▸ Exercise details
Select from the records below every line that has the word "cube" in it.

Start of Records provided

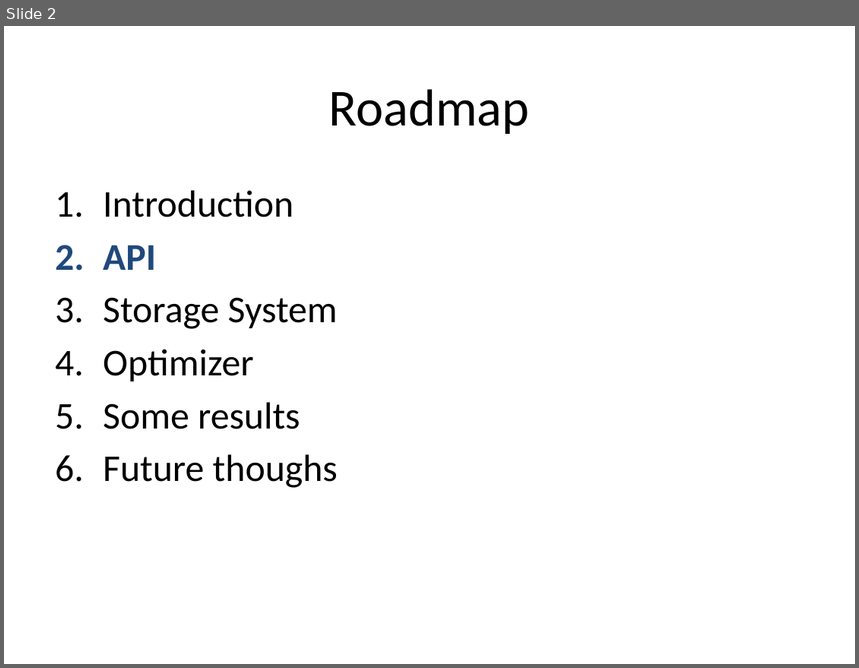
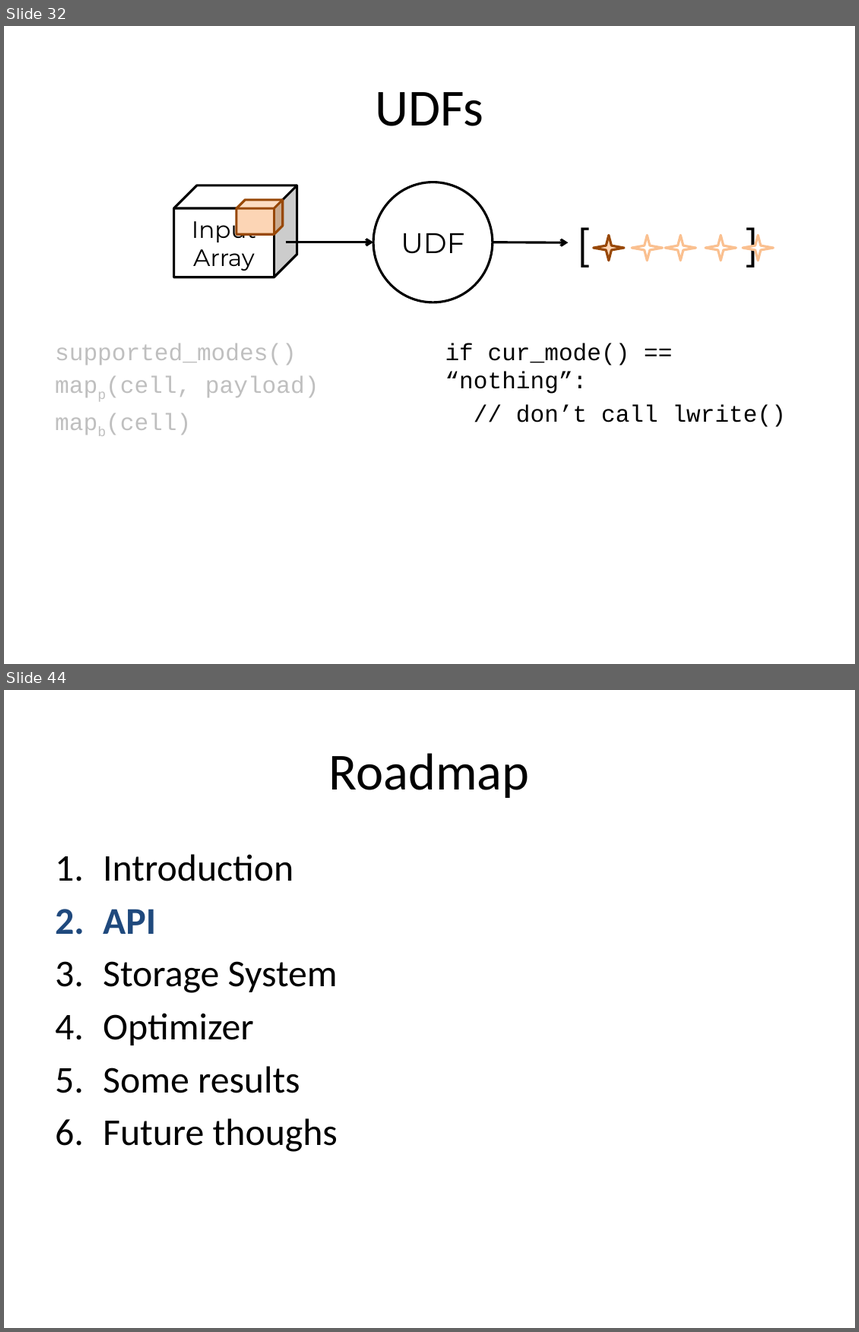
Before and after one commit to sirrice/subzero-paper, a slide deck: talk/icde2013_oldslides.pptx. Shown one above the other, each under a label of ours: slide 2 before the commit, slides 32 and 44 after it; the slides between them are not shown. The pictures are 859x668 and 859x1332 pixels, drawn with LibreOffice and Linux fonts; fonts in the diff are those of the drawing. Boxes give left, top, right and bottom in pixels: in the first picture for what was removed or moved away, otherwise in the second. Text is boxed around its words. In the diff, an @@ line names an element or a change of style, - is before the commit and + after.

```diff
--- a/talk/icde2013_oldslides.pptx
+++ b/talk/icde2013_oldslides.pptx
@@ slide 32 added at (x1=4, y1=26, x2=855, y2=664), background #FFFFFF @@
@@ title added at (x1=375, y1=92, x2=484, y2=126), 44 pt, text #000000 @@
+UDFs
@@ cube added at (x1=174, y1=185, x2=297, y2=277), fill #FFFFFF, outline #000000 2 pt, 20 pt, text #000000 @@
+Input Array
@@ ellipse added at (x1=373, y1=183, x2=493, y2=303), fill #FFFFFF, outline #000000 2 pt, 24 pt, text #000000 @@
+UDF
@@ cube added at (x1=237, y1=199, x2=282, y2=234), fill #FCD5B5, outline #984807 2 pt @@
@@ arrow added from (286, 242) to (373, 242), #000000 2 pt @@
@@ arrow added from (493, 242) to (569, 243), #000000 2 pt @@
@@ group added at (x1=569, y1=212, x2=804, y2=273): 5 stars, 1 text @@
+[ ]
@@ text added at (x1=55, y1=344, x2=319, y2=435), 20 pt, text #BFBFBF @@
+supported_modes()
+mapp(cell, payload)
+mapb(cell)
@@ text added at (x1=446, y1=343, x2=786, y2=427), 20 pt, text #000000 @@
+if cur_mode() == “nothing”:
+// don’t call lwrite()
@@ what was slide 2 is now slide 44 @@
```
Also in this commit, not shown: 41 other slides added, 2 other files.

End of Records provided

▸ Your response
@@ cube added at (x1=174, y1=185, x2=297, y2=277), fill #FFFFFF, outline #000000 2 pt, 20 pt, text #000000 @@
@@ cube added at (x1=237, y1=199, x2=282, y2=234), fill #FCD5B5, outline #984807 2 pt @@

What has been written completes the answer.